There is no doubt that art is subjective. A fitting parallel for this can be found in the fact that heavyweight Merseyside sludge/doom metal band Conan take their titular inspiration from the fantasy series by Robert E. Howard that spawned the 1982 Arnold Schwarzenegger seminal fantasy Conan The Barbarian. The film itself is an entity that has both its admirers and detractors.
Conan (the band) have enjoyed a good deal of media praise since their Battle In The Swamp demo lumbered over the horizon in 2007. Since then, they have released countless split collaborations, including one with the awesome Slomatics, several live sets, four full length albums and graced the stage at Freak Valley, Roadburn and Hellfest to name a few. Returning now with their first new music since 2018’s Existential Void Guardian, Jon Davis (guitar and vocals) looks to deliver another monumental slab of Norse/Viking inspired mythical pulp.
Often for me though, Conan are a band who have plenty of the right intentions but do not consistently seem to hit the highs of which they are accused.
First impressions of the powerfully titled Evidence Of Immortality with its heroic, sombre cover depicting a fallen warrior, felled by countless arrows courtesy of visual curator Tony Roberts, is that in drummer Johnny King, the band have a huge tactical weapon that can be deployed unmercifully without fail throughout the album. King thrashes the kit into submission, pummelling and pounding, shaking the speakers and propelling the tracks ever onwards in a seemingly unstoppable manner like some huge demented beast.
As a result, the riffs deployed by Davis and bassist Chris Fielding have no choice but to be as jacked and barbarian as the former Mr Universe’s character.
One thing they have always had going for them is the ability to hammer out mountainous walls of doom that, at times, can sound like and to borrow an image from another fantasy series, the rock giants clashing in the scene from the Hobbit, barely a track passes on this latest album that doesn’t sound like an angry Patagotitan with a bad case of the munchies stomping into view, flattening everything in its path.
Over the course of five of the six epic length weighty passages, Conan attempt to batter you with dramatic and angry tales that want to inspire you to ‘raise up your swords’ (Equilibrium Of Mankind), the soundtrack to seeing your enemies driven before you and it seems like they have checked all the right boxes. However, the resulting end product can be somewhat Marmite.
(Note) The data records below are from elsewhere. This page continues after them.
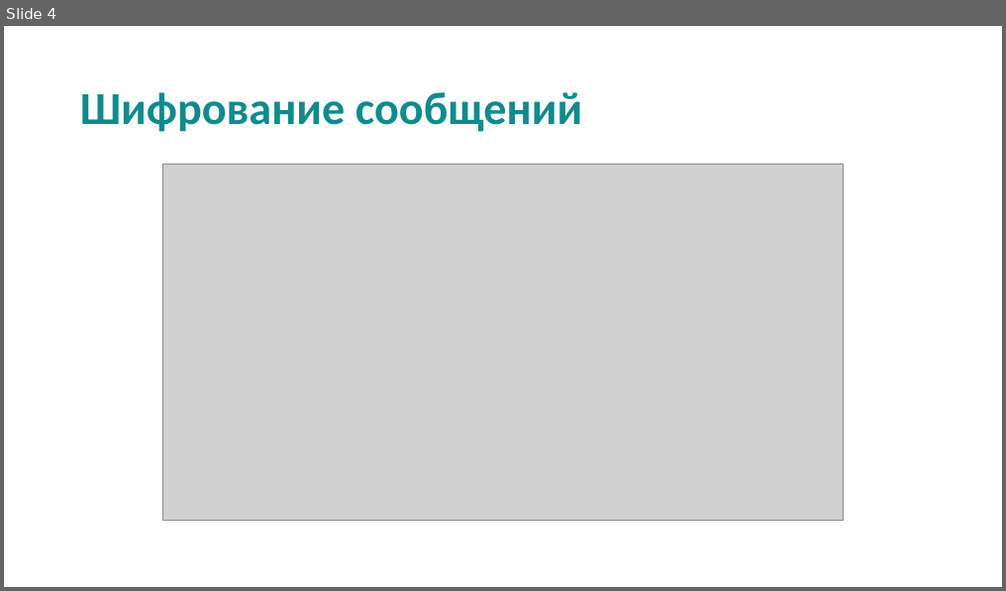
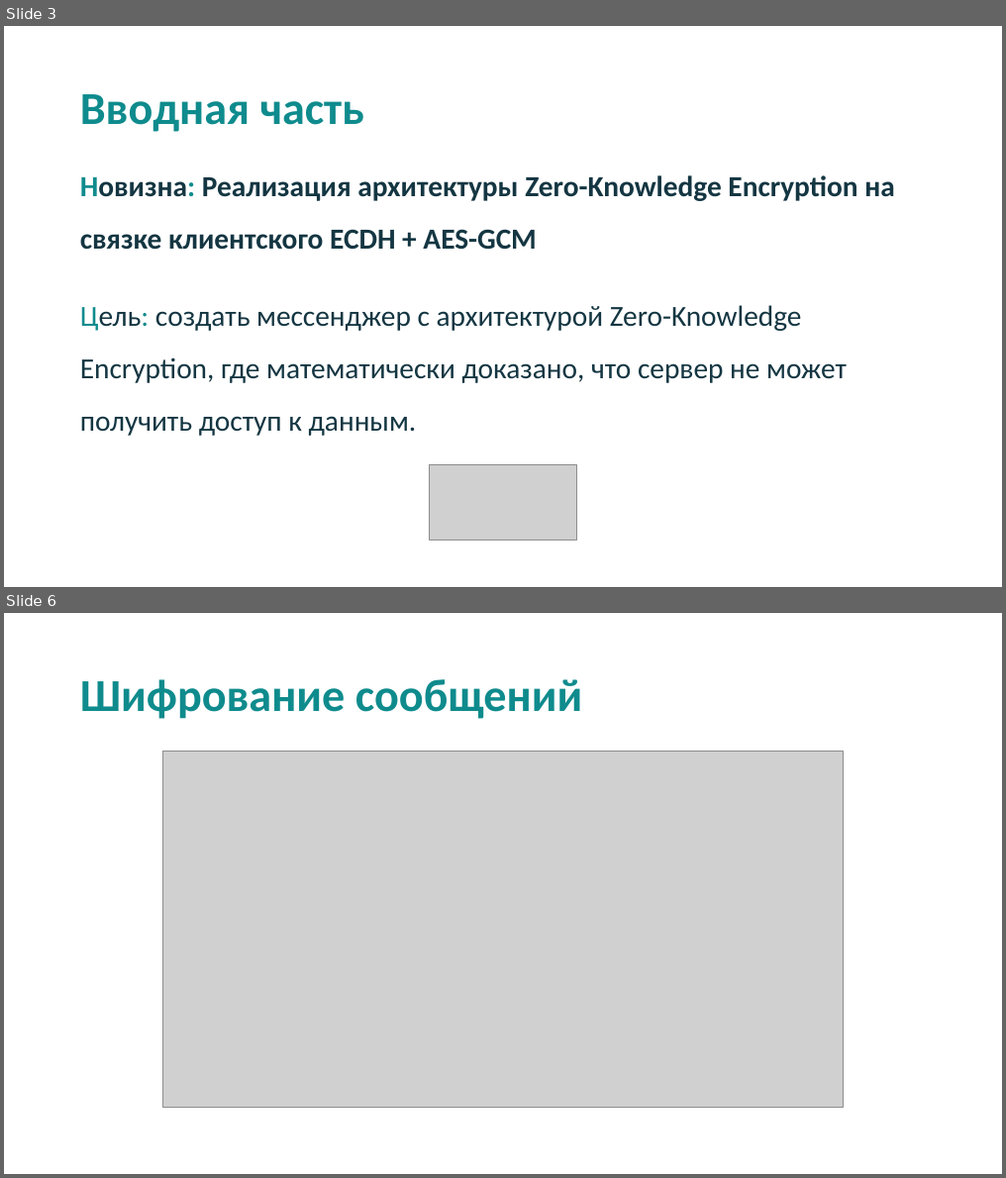
Before and after one commit to Nak1i1/Naki, a slide deck: Мессенджер Naki.pptx. Shown one above the other, each under a label of ours: slide 4 before the commit, slides 3 and 6 after it; the slides between them are not shown. The pictures are 1006x591 and 1006x1178 pixels, drawn with LibreOffice and Linux fonts; fonts in the diff are those of the drawing; grey boxes stand for pictures. Boxes give left, top, right and bottom in pixels: in the first picture for what was removed or moved away, otherwise in the second. Text is boxed around its words. In the diff, an @@ line names an element or a change of style, - is before the commit and + after.

```diff
--- a/Мессенджер Naki.pptx
+++ b/Мессенджер Naki.pptx
@@ slide 3 added at box(4, 26, 1002, 587), background #FFFFFF @@
@@ title added at box(80, 94, 364, 132), 44 pt, text #0F8B8D, bold @@
+Вводная часть
@@ text added at box(80, 175, 895, 436), 28 pt, text #143642 @@
+Новизна: Реализация архитектуры Zero-Knowledge Encryption на связке клиентского ECDH + AES-GCM
+Цель: создать мессенджер с архитектурой Zero-Knowledge Encryption, где математически доказано, что сервер не может получить доступ к данным.
@@ picture added at box(430, 465, 576, 541) @@
@@ what was slide 4 is now slide 6 @@
```
Also in this commit, not shown: 6 slides changed, 1 other slide added, 5 other files.

King thrashes the kit into submission, pummelling and pounding, shaking the speakers and propelling the tracks ever onwards…
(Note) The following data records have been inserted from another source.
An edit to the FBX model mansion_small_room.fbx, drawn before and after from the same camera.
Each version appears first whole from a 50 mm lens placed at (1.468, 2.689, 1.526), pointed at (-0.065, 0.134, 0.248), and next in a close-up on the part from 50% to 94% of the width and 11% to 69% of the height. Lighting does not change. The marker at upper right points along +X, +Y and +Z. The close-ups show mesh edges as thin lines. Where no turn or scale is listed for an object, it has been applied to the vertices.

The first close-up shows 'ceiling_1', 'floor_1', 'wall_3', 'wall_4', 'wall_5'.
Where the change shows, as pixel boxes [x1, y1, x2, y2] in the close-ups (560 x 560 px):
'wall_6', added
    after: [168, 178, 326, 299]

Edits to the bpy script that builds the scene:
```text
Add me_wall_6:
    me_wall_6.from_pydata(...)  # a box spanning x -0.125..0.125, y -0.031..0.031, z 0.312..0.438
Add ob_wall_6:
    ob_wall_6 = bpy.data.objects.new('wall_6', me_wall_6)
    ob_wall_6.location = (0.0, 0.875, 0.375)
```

Whilst I appreciate doom is not associated with revolutionary musical progression, the base that underpins Conan, is at times, very workmanlike. Many of the songs on Evidence Of Immortality (the aforementioned Equilibrium Of Mankind for example) are seemingly elevated by the frenetic drumming or occasional incidental guitar work. As a fan of the likes of Jesu, I can appreciate the studied dedication to the deeper exploration of slow repetitive sounds, however, whether they’re channelling stumbling Crowbar like hardcore aggression (Ritual Of Anonymity) or crafting crawling ringing notes (A Cleaved Head No Longer Plots), the core features one or two musical passages that rely on other tools to create any sense of variation or movement.
When compared to the likes Slomatics, it can perhaps unfairly draw comparisons to the complexity and plot mechanics of John Milius’ sword and sorcery epic. As a result, this latest release can feel like a study by the numbers doom and lacks even the energy of the likes of Volt Thrower and Vexxagon from the last release.
My biggest gripe about the band, which is evident even on previous albums, is the vocals themselves. Never blessed with the most acrobatic of vocal ranges, the semi screamed rasping voices seldom offer any variation to convey emotion further than a frustrated cry of anger. Again, trying to avoid comparisons to any cinematic delivery, and I say this as a huge fan of Kirk Windstein, they have latched on to an idea and set about thoroughly beating it into the ground. Seemingly pitched slightly lower in the mix, it tends to rob the delivery of the power that is probably meant to be conveyed in the lyrics.
Believe it or not, it pains me to feel like I am being nit-pickingly critical but Conan have been ploughing this unrelenting furrow for some time now. However, to end on a more positive note, my favourite moment on Evidence Of Immortality comes with the sprawling fourteen-minute instrumental closer, Grief Sequence, a moody gothic flavoured and snails paced funeral march that features swirling atmospherics and uses the looping techniques to add something expansive to the album, feeling like the grandiose conclusion to the suitably powerful saga.
I accept, that on paper, Conan have all of the tools and elements that people want when connecting with doom music; not to mention how absolutely fantastic the drumming sounds – like being caught in a hail of breeze blocks – but for me, it doesn’t hang together in a particularly inspiring way.
Perhaps I am being unfair and certainly Conan possesses a passionate and fervent fanbase who will no doubt vehemently disagree with my criticisms whilst embracing their trademark sound and crashing grooves. If you are a fan, you will marvel at the trio’s ability to sound like the mightiest Viking screaming in a thunderstorm after the most epic of battles, however five albums in, this listener just wanted a little more.